START Records for this task
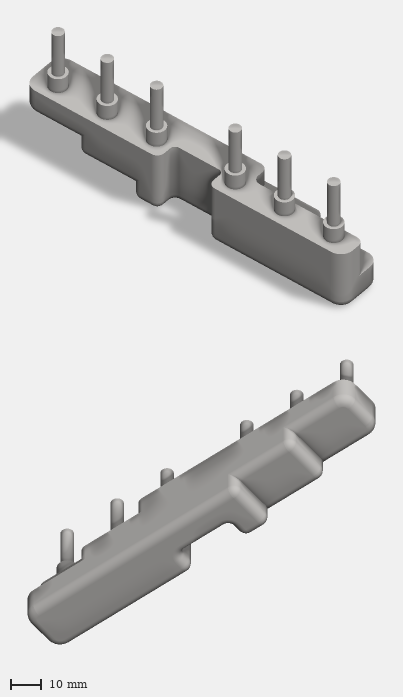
import cadquery as cq

length = 135.2
width = 19.0
body_height = 24.0
end_radius = 5.0
edge_radius = 3.0
inner_radius = 2.0

notch_center = length / 2
notch_width = 20.8
notch_depth = 8.1

under_steps = [(23.0, 10.5), (46.1, 17.5)]

ledge_starts = [88.0, 111.7]
ledge_drop = 6.8
ledge_width = 8.1

pin_diameter = 4.5
collar_diameter = 7.0
collar_height = 6.1
pin_height = 23.9
pin_y = 6.6
pin_offsets = [16.6, 37.5, 58.3]


def box(x_min, x_max, y_min, y_max, z_min, z_max):
    size = (x_max - x_min, y_max - y_min, z_max - z_min)
    return cq.Workplane("XY").box(*size, centered=False).translate((x_min, y_min, z_min))


def round_upright_edges(solid, radius, x, y):
    """Round the vertical edges that stand at the given x and y."""
    reach = 0.1
    corner = cq.selectors.BoxSelector(
        (x - reach, y - reach, -2 * body_height), (x + reach, y + reach, body_height)
    )
    return solid.edges("|Z").edges(corner).fillet(radius)


def make_block():
    block = box(0, length, 0, width, -body_height, 0).edges("|Z").fillet(end_radius)
    notch_sides = (notch_center - notch_width / 2, notch_center + notch_width / 2)
    block = block.cut(box(*notch_sides, 0, notch_depth, -body_height, 0))
    for x in notch_sides:
        block = round_upright_edges(block, edge_radius, x, 0)
        block = round_upright_edges(block, inner_radius, x, notch_depth)
    return block


def step_and_round_underside(block):
    for riser_x, tread_depth in under_steps:
        block = block.cut(box(0, riser_x, 0, width, -body_height, -tread_depth))

    edges = block.faces("-Z").edges()
    for riser_x, tread_depth in under_steps:
        inner_corner = cq.selectors.NearestToPointSelector((riser_x, width / 2, -tread_depth))
        corner_edge = block.edges("|Y").edges(inner_corner).val()
        edges = edges.newObject(
            [edge for edge in edges.vals() if not edge.isSame(corner_edge)]
        )

    tread_depths = [depth for _, depth in under_steps] + [body_height]
    for number, (riser_x, tread_depth) in enumerate(under_steps):
        riser_middle_z = -(tread_depth + tread_depths[number + 1]) / 2
        for y in (0, width):
            upright = cq.selectors.NearestToPointSelector((riser_x, y, riser_middle_z))
            edges = edges.add(block.edges("|Z").edges(upright))
    return edges.fillet(edge_radius)


def cut_ledges(block):
    wall_y = width - ledge_width
    for number, start_x in enumerate(ledge_starts, 1):
        ledge = box(start_x, length, wall_y, width, -number * ledge_drop, 0)
        ledge = round_upright_edges(ledge, edge_radius, start_x, wall_y)
        block = block.cut(ledge)
        block = round_upright_edges(block, edge_radius, start_x, width)
    return round_upright_edges(block, edge_radius, length, wall_y)


def make_pin(x):
    base = cq.Workplane("XY").center(x, pin_y)
    collar = base.circle(collar_diameter / 2).extrude(collar_height)
    return collar.union(base.circle(pin_diameter / 2).extrude(pin_height))


result = cut_ledges(step_and_round_underside(make_block()))
for offset in pin_offsets:
    for side in (-1, 1):
        result = result.union(make_pin(notch_center + side * offset))
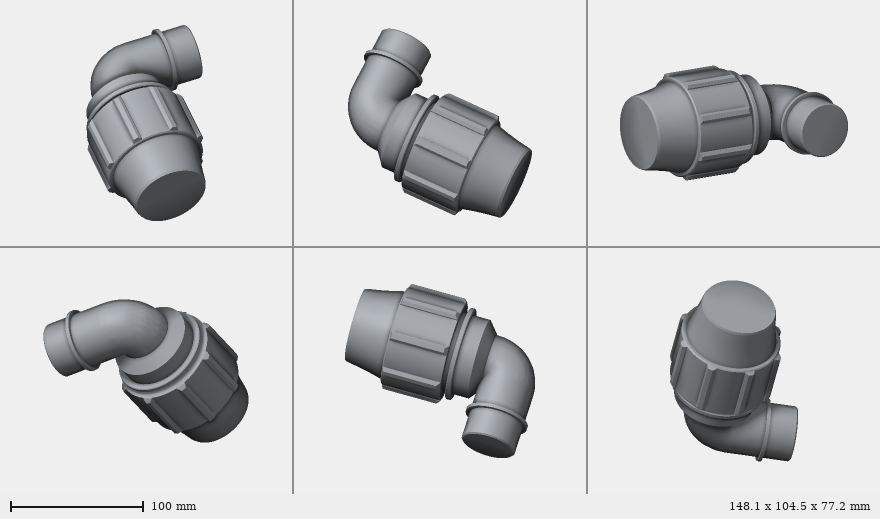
import cadquery as cq

pipe_radius = 41.9 / 2
bend_radius = 16.9
spigot_end = 65.9
spigot_chamfer = 1.0
collar_radius = 48.1 / 2
collar_start = 41.5
collar_width = 2.7

neck_end = 18.2
body_start = 26.4
body_radius = 61.5 / 2
ring_start = 39.1
ring_end = 43.0
ring_radius = 71.4 / 2
ring_chamfer = 0.6

nut_start = 47.0
nut_end = 93.0
nut_radius = 38.0
nut_chamfer = 0.9
taper_start_radius = 34.7
taper_middle_radius = 31.0
taper_end_radius = 28.6
overall_length = 148.1
coupling_end = overall_length - collar_radius
sleeve_chamfer_length = 1.8
sleeve_chamfer_depth = 0.7

rib_count = 8
rib_angle = 360 / rib_count
rib_tip = 41.0
rib_shoulder = 38.8
rib_root = 35.5
rib_half_width = 3.7
rib_tip_half_width = 1.85
rib_lead_in = 2.5
rib_end_slope = 1.0


def x_cylinder(start, end, radius):
    return cq.Workplane("YZ").workplane(offset=start).circle(radius).extrude(end - start)


def y_cylinder(start, end, radius):
    return cq.Workplane("XZ").workplane(offset=-start).circle(radius).extrude(start - end)


def make_elbow():
    half_chord = (pipe_radius**2 - bend_radius**2) ** 0.5
    bend = (
        cq.Workplane("XZ", origin=(0, bend_radius, 0))
        .moveTo(bend_radius, -half_chord)
        .threePointArc((-pipe_radius, 0), (bend_radius, half_chord))
        .close()
        .revolve(90, (bend_radius, 0), (bend_radius, 1))
    )
    spigot = y_cylinder(bend_radius, spigot_end, pipe_radius).faces(">Y").chamfer(spigot_chamfer)
    collar = y_cylinder(collar_start, collar_start + collar_width, collar_radius)
    return bend.union(spigot).union(collar)


def make_coupling():
    taper_middle = (nut_end + coupling_end) / 2
    body = (
        cq.Workplane("XY")
        .moveTo(bend_radius, 0)
        .lineTo(bend_radius, pipe_radius)
        .lineTo(neck_end, pipe_radius)
        .lineTo(body_start, body_radius)
        .lineTo(nut_start, body_radius)
        .lineTo(nut_start, nut_radius)
        .lineTo(nut_end - nut_chamfer, nut_radius)
        .lineTo(nut_end, nut_radius - nut_chamfer)
        .lineTo(nut_end, taper_start_radius)
        .threePointArc(
            (taper_middle, taper_middle_radius),
            (coupling_end - sleeve_chamfer_length, taper_end_radius),
        )
        .lineTo(coupling_end, taper_end_radius - sleeve_chamfer_depth)
        .lineTo(coupling_end, 0)
        .close()
        .revolve(360, (0, 0), (1, 0))
    )
    ring = x_cylinder(ring_start, ring_end, ring_radius).edges().chamfer(ring_chamfer)
    return body.union(ring)


def make_rib():
    rib_end = nut_end - nut_chamfer
    section = (
        cq.Workplane("YZ")
        .workplane(offset=nut_start)
        .polyline([
            (-rib_half_width, rib_root),
            (-rib_half_width, rib_shoulder),
            (-rib_tip_half_width, rib_tip),
            (rib_tip_half_width, rib_tip),
            (rib_half_width, rib_shoulder),
            (rib_half_width, rib_root),
        ])
        .close()
        .extrude(rib_end - nut_start)
    )
    side_profile = (
        cq.Workplane("XZ")
        .polyline([
            (nut_start, rib_root),
            (nut_start, rib_tip - rib_lead_in),
            (nut_start + rib_lead_in, rib_tip),
            (rib_end - rib_end_slope, rib_tip),
            (rib_end, nut_radius),
            (rib_end, rib_root),
        ])
        .close()
        .extrude(rib_half_width, both=True)
    )
    return section.intersect(side_profile)


result = make_elbow().union(make_coupling())
rib = make_rib()
for index in range(rib_count):
    angle = (index + 0.5) * rib_angle
    result = result.union(rib.rotate((0, 0, 0), (1, 0, 0), angle))
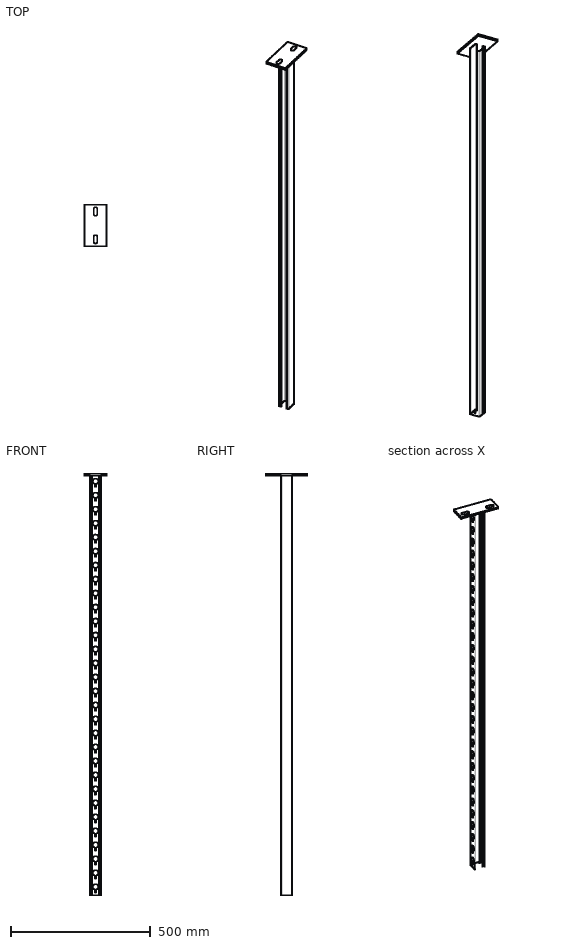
import cadquery as cq

total_height = 1508.0
plate_width = 80.0
plate_length = 150.0
plate_thickness = 8.0
channel_height = total_height - plate_thickness

plate_slot_width = 14.0
plate_slot_length = 30.0
plate_slot_spacing = 100.0
plate_slot_depth = 2.0

wall = 2.0
bend_radius = 2.7
opening_width = 23.0
lip_width = 9.2
channel_size = opening_width + 2 * lip_width
lip_depth = 8.0
lip_bend_radius = 1.8

large_recess_diameter = 20.0
small_recess_diameter = 6.0
web_recess_depth = 0.8
recess_pair_count = 30
recess_pitch = channel_height / recess_pair_count
first_large_height = 30.0
first_small_height = 12.8


def make_plate():
    """Flat head plate with two shallow round-ended recesses, lying on top of the channel."""
    return (
        cq.Workplane("XY")
        .workplane(offset=channel_height)
        .rect(plate_width, plate_length)
        .extrude(plate_thickness)
        .faces(">Z")
        .workplane()
        .pushPoints([(0, -plate_slot_spacing / 2), (0, plate_slot_spacing / 2)])
        .slot2D(plate_slot_length, plate_slot_width, 90)
        .cutBlind(-plate_slot_depth)
    )


def make_channel_blank():
    """Bent C-section whose front edges turn inward as lips."""
    inner_size = channel_size - 2 * wall
    front = -channel_size / 2
    outer = (
        cq.Workplane("XY")
        .rect(channel_size, channel_size)
        .extrude(channel_height)
        .edges("|Z")
        .fillet(bend_radius)
    )
    cavity = (
        cq.Workplane("XY")
        .rect(inner_size, inner_size)
        .extrude(channel_height)
        .edges("|Z")
        .fillet(bend_radius - wall)
    )
    lips = (
        cq.Workplane("XY")
        .rect(opening_width + 2 * wall, 2 * lip_depth)
        .extrude(channel_height)
        .translate((0, front, 0))
        .intersect(outer)
    )
    opening = (
        cq.Workplane("XY")
        .rect(opening_width, 2 * lip_depth)
        .extrude(channel_height)
        .translate((0, front, 0))
    )
    section = outer.cut(cavity).union(lips).cut(opening)
    lip_bends = cq.selectors.BoxSelector(
        (-opening_width / 2 - wall / 2, front - wall / 2, 0),
        (opening_width / 2 + wall / 2, front + wall / 2, channel_height),
    )
    return section.edges("|Z").edges(lip_bends).fillet(lip_bend_radius)


def make_web_recesses(diameter, first_height):
    """Evenly spaced round cutters sunk into the inner face of the back web."""
    centers = [(0, first_height + i * recess_pitch) for i in range(recess_pair_count)]
    inner_face = channel_size / 2 - wall
    return (
        cq.Workplane("XZ", origin=(0, inner_face, 0))
        .pushPoints(centers)
        .circle(diameter / 2)
        .extrude(-web_recess_depth)
    )


plate = make_plate()
channel = (
    make_channel_blank()
    .cut(make_web_recesses(large_recess_diameter, first_large_height))
    .cut(make_web_recesses(small_recess_diameter, first_small_height))
)

result = cq.Compound.makeCompound([plate.val(), channel.val()])
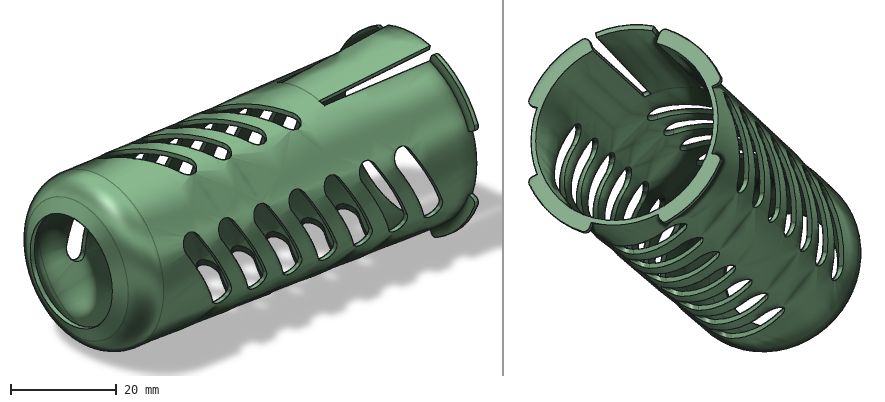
import cadquery as cq
import math

length = 87.0
wall = 1.0
open_radius = 18.9
nose_radius = 18.0
hole_radius = 11.5
nose_fillet = 6.4
face_tilt = math.radians(26.0)
cone_radius = nose_radius - nose_fillet * (1 - math.sin(face_tilt))
cone_depth = (cone_radius - hole_radius) * math.tan(face_tilt)
nose_start = cone_depth + nose_fillet * math.cos(face_tilt)

flap_root = 59.1
flap_half_angle = 16.2
slit_half_angle = 20.8
tip_radius = 21.05

lug_thickness = 1.0
lug_corner = 1.1

slot_width = 4.5
slot_span = 15.0
slot_slant = 30.0
slot_pitch = 9.0
first_slot = 19.5
side_slots = 7
top_slots = 4

clearance = 4.35
quarter_turn = 90.0


def taper_radius(y):
    """Outer radius of the tapered body at a given y."""
    return nose_radius + (open_radius - nose_radius) * (y - nose_start) / (length - nose_start)


def about_axis(shape, angle):
    """Turn a shape about the Y axis; a positive angle carries +Z toward +X."""
    return shape.rotate((0, 0, 0), (0, 1, 0), angle)


def sector(points, half_angle):
    """Revolve a closed (radius, y) outline through a sector centred on +Z."""
    blank = cq.Workplane("XY").polyline(points).close()
    swept = blank.revolve(2 * half_angle, (0, 0, 0), (0, 1, 0))
    return about_axis(swept, -quarter_turn - half_angle)


def body_solid(inset):
    """Solid of revolution bounded by the body's outer surface moved inward by inset."""
    radius = nose_fillet - inset
    centre = nose_radius - nose_fillet
    cone_angle = math.pi / 2 - face_tilt

    def arc_point(angle):
        return (centre + radius * math.cos(angle), nose_start - radius * math.sin(angle))

    tangent = arc_point(cone_angle)
    rim_y = tangent[1] - (tangent[0] - hole_radius) * math.tan(face_tilt)
    return (
        cq.Workplane("XY")
        .moveTo(0, rim_y)
        .lineTo(hole_radius, rim_y)
        .lineTo(*tangent)
        .threePointArc(arc_point(cone_angle / 2), arc_point(0))
        .lineTo(open_radius - inset, length)
        .lineTo(0, length)
        .close()
        .revolve(360, (0, 0, 0), (0, 1, 0))
    )


def make_shell():
    hole = cq.Workplane("XZ").circle(hole_radius).extrude(-length)
    return body_solid(0).cut(body_solid(wall)).cut(hole)


def make_flap():
    root_radius = taper_radius(flap_root)
    outline = [
        (root_radius - wall, flap_root),
        (root_radius, flap_root),
        (tip_radius, length),
        (tip_radius - wall, length),
    ]
    return sector(outline, flap_half_angle)


def make_flap_opening():
    outline = [
        (hole_radius, flap_root),
        (tip_radius + clearance, flap_root),
        (tip_radius + clearance, length + clearance),
        (hole_radius, length + clearance),
    ]
    return sector(outline, slit_half_angle)


def make_lug():
    inner = open_radius - wall
    outline = [
        (inner, length - lug_thickness),
        (tip_radius, length - lug_thickness),
        (tip_radius, length),
        (inner, length),
    ]
    lug = sector(outline, quarter_turn / 2 - slit_half_angle)
    return lug.edges("|Y").edges(">Z").fillet(lug_corner)


def make_slots(count):
    """Row of slot cutters through the top wall, counted from the nose."""
    centres = [(0, first_slot + i * slot_pitch) for i in range(count)]
    return (
        cq.Workplane("XY")
        .pushPoints(centres)
        .slot2D(slot_span + slot_width, slot_width, slot_slant)
        .extrude(open_radius + clearance)
    )


result = make_shell().cut(make_flap_opening()).union(make_flap())
for quadrant in range(4):
    slot_count = top_slots if quadrant == 0 else side_slots
    result = result.cut(about_axis(make_slots(slot_count), quadrant * quarter_turn))
    result = result.union(about_axis(make_lug(), (quadrant + 0.5) * quarter_turn))
END Records for this task
■ **To do**
Answer with a single number, the count of lines in the data that contain "enumerate".

■ **Reply to the exercise**
2